Apple Support for Boot Camp – You’re on Your Own

I am developing a very serious problem with Apple’s support position when it comes to Boot Camp and Windows – You’re on your own.  Really..??

I bought my first Mac in December of 2006. In fact, I bought my Mac at that time to BE a Windows machine, largely because the hardware was so wonderful. Boot Camp was still in beta at that point, and it wasn’t very well put together at the time. Many of the features provided by Mac drivers were not supported on the Boot Camp side. Quite frankly, it was a mess.

Today, Boot Camp 4.0 is solid, well put together; and it runs Windows 7, 32bit or 64bit without much need for heavy lifting from the end user, especially on Apple’s more current Mac models. Many people are using it to run Windows, either as a primary or secondary partition on their Macs, again, because the hardware is perhaps, the best in the industry.

Case in point, my mother has a Late 2009 15″ MacBook Pro. Her chosen OS is Windows, and she’s running Windows 7 32bit on a Boot Camp 4.0 partition on her Mac.  Its recently developed some booting issues, and as she has Apple Care I recommended that she take it to her local Apple Store for assistance in troubleshooting her problem.

The Genius at the Genius Bar refused to help her, stating that Apple doesn’t provide assistance with Windows.  This isn’t the first time I’ve heard this with either my parent’s Macs, my Mac or with other Apple Customer’s supported, under Apple Care Macs; and quite frankly, it’s WRONG.

Windows is a mess…however, there are really only so many different ways to run Windows on an Intel-powered Mac: via virtual machine (Parallels Desktop or VMWare Fusion) and Boot Camp.

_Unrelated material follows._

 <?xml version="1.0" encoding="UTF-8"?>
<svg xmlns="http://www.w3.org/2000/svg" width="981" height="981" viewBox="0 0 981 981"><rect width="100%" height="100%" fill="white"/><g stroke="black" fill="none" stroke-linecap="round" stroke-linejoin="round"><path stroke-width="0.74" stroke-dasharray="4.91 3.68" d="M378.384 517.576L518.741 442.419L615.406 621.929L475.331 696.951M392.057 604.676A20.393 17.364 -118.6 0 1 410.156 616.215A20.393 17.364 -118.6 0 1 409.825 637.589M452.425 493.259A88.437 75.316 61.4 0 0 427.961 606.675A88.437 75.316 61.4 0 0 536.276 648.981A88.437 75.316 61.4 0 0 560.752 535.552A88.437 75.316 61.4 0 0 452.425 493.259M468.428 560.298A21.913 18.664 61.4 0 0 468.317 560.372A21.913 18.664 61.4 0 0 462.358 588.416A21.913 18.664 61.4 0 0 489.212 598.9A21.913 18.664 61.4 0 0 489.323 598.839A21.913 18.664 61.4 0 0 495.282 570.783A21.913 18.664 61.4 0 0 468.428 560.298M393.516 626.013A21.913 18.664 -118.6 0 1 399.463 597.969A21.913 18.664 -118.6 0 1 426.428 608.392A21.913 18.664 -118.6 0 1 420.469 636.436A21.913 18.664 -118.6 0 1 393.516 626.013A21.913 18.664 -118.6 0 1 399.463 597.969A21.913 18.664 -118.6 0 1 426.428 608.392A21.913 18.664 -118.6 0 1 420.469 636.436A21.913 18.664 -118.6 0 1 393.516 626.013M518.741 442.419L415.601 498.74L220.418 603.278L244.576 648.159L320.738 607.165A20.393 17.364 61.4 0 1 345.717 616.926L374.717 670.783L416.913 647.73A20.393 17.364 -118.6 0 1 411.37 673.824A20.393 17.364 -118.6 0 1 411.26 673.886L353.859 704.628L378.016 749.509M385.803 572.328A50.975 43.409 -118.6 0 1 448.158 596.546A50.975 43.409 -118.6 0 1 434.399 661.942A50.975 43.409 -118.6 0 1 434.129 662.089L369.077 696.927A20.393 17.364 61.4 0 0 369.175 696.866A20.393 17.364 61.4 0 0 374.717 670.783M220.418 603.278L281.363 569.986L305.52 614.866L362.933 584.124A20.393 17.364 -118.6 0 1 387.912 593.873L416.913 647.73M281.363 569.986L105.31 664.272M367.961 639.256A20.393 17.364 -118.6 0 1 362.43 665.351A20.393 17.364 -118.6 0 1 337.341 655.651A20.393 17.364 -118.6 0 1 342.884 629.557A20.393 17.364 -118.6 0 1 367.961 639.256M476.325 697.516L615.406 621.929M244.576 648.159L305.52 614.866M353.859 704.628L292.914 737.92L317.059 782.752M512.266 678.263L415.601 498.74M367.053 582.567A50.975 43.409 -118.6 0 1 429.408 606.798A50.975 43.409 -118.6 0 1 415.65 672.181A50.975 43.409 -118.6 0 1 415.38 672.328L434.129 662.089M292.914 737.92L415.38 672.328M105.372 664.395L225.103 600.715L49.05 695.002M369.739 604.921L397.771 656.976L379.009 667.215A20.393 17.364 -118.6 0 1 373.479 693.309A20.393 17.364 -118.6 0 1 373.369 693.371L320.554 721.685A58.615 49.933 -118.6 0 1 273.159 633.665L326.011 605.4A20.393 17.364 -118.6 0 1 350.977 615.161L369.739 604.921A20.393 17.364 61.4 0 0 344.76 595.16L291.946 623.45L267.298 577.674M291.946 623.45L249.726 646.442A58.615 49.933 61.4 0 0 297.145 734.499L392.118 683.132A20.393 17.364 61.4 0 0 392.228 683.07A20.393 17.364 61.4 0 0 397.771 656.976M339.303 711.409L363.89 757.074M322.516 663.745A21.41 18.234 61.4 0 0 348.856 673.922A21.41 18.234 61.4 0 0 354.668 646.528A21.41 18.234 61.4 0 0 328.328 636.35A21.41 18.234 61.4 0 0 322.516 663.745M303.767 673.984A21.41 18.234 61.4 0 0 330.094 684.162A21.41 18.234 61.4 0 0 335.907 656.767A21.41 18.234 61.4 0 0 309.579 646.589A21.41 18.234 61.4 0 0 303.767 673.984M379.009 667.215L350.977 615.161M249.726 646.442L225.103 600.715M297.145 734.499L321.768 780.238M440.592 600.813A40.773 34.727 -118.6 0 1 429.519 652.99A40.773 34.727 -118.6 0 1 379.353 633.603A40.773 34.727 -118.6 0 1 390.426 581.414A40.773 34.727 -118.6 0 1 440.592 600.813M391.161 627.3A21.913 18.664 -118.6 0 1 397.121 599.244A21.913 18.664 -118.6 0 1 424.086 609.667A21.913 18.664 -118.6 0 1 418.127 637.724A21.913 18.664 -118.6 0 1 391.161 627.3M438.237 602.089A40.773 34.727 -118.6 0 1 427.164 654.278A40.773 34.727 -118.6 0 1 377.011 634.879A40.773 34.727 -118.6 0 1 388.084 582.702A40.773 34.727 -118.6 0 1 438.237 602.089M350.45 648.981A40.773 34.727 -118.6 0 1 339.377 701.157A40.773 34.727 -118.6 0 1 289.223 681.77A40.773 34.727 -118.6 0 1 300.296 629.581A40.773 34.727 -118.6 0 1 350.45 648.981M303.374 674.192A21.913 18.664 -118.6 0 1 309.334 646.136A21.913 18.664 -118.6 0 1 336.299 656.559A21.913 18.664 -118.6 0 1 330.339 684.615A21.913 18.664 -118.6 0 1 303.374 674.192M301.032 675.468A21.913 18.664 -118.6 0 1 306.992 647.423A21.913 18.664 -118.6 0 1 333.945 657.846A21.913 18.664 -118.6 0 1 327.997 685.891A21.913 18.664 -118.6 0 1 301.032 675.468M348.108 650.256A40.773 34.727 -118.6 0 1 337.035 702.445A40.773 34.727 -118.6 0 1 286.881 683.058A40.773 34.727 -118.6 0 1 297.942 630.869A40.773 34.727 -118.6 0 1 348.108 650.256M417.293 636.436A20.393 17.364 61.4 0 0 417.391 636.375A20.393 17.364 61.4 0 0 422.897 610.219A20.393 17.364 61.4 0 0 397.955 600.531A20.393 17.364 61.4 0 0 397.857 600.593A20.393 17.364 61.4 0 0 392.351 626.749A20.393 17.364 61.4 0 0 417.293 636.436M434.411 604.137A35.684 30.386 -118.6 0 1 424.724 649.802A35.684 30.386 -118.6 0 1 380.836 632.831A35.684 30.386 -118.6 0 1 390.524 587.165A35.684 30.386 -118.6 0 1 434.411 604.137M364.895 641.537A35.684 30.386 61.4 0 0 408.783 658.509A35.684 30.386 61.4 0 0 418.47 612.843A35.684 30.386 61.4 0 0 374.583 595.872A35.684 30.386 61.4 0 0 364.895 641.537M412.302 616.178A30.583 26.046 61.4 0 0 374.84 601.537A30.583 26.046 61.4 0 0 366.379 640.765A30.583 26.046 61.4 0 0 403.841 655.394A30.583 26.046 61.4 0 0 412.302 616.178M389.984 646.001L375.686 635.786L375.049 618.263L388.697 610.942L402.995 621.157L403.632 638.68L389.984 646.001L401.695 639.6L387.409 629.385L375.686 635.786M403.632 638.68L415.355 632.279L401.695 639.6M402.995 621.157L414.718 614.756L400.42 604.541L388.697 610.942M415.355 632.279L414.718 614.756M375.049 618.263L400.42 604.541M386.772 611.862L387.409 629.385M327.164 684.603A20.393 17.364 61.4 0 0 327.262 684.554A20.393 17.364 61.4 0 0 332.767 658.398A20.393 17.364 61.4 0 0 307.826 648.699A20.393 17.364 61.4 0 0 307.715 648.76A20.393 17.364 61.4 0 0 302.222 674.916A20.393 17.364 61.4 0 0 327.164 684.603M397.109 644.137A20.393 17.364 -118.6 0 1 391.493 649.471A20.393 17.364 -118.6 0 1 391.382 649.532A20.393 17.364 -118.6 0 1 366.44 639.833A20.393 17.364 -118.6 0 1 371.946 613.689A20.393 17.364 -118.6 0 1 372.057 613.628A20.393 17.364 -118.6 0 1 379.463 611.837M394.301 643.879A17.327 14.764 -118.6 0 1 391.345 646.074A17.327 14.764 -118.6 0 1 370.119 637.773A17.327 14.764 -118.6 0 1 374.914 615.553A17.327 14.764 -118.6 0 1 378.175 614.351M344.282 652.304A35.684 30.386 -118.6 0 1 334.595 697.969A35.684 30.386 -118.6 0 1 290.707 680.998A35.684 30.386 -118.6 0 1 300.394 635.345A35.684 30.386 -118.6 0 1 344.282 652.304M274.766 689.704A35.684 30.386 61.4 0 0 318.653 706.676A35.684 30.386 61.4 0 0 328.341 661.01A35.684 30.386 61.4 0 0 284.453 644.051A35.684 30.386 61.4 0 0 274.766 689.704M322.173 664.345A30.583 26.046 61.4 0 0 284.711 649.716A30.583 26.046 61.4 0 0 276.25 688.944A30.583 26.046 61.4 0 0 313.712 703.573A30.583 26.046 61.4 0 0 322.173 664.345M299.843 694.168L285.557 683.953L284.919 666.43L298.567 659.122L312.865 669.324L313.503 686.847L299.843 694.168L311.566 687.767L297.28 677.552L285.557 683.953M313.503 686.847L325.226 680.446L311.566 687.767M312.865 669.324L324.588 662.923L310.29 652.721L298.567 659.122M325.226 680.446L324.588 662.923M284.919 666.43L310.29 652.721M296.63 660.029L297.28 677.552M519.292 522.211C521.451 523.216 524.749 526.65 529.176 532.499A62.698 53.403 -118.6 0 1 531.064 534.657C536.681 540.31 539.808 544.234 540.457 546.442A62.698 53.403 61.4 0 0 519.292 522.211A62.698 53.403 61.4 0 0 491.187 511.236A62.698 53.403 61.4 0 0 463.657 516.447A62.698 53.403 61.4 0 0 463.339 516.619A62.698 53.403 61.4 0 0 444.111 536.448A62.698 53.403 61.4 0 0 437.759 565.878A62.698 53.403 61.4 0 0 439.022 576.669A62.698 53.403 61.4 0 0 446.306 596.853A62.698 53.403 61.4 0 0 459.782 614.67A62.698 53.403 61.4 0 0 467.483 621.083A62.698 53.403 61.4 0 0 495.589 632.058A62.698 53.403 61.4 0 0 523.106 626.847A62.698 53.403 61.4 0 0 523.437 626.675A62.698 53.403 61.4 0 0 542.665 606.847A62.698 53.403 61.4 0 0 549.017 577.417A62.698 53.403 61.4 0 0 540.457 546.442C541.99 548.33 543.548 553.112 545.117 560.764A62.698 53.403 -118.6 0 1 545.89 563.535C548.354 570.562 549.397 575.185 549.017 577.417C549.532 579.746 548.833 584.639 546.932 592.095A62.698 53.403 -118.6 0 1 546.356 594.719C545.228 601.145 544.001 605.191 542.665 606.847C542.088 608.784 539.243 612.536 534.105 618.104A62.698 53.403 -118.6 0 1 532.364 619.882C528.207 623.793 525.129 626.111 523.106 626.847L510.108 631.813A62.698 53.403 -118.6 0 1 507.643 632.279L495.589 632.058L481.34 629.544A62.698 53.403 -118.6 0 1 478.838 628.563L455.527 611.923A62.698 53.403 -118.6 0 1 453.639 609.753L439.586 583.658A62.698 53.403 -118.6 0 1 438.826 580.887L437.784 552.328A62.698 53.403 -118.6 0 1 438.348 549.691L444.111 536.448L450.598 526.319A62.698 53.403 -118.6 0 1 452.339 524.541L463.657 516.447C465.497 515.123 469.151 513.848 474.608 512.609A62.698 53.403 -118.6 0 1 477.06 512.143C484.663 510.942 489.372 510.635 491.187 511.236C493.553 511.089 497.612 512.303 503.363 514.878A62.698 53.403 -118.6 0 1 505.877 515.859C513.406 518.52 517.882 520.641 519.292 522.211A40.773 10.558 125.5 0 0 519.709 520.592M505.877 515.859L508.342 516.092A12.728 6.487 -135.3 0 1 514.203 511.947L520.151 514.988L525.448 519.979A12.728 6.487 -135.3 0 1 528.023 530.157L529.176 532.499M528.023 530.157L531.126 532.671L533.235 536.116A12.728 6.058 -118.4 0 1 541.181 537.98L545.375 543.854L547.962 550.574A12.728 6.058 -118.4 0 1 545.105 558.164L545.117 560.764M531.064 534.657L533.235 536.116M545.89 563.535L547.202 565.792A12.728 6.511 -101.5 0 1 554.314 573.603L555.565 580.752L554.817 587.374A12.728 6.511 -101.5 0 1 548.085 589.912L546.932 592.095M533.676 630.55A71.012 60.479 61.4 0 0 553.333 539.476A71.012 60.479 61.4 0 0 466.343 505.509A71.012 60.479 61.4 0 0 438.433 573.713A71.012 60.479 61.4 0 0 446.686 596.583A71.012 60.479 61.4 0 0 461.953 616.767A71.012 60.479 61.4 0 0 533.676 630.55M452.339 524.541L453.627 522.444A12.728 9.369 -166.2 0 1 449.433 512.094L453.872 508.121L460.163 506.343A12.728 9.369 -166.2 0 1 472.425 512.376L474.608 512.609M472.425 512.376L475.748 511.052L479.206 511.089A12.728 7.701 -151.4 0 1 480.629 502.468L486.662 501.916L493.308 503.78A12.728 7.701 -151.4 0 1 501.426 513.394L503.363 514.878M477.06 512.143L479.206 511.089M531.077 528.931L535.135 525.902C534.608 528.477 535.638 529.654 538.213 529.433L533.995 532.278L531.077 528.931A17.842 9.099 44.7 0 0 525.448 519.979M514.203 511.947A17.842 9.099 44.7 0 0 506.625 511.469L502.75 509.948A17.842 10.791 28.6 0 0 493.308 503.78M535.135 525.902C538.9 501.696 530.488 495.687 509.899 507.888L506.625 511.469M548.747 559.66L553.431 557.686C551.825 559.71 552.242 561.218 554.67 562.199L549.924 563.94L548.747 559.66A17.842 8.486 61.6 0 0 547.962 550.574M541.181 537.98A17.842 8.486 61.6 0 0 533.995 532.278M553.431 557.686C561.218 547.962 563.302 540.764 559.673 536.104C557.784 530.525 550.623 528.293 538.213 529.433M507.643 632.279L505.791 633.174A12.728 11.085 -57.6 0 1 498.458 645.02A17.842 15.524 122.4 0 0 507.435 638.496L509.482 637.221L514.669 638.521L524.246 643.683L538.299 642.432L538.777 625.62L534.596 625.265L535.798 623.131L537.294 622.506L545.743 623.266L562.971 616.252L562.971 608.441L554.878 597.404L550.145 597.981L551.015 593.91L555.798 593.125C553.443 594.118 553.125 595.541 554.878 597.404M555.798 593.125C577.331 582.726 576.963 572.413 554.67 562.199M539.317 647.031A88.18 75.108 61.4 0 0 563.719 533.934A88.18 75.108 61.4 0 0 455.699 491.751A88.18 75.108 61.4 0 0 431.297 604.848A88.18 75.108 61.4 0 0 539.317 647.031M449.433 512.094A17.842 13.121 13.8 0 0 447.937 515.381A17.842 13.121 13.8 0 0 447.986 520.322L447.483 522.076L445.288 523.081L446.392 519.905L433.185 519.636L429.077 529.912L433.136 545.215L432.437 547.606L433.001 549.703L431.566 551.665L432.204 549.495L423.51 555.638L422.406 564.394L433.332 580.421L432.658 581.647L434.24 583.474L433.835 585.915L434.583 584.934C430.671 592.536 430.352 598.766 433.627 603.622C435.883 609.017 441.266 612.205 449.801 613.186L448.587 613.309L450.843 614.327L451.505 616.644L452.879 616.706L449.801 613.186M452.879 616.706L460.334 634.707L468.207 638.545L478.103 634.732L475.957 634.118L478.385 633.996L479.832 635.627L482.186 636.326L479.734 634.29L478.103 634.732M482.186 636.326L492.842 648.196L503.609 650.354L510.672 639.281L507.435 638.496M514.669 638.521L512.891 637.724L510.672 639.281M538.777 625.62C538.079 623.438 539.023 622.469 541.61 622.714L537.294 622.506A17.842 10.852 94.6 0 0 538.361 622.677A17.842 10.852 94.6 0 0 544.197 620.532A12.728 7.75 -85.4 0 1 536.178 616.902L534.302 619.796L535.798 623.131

Both Parallels Desktop and VMWare Fusion are Mac apps, and Apple will generally help you insure that you’ve got the apps setup right, and at least configured correctly so that your Mac has the best chance of running Windows correctly.  This is largely due to the fact that both Parallels Desktop and Fusion have most of their heavy lifting due by a Mac operating system.

The other way to run Windows on a Mac is natively through a Boot Camp partition, using Apple’s provided Boot Camp drivers for all of the included hardware.  While Windows may have some of the drivers in its driver cache, it doesn’t and won’t have all of them.  You’ll need Boot Camp for some of the hardware, like the Bluetooth radio, iSight web cam, keyboard backlight, etc.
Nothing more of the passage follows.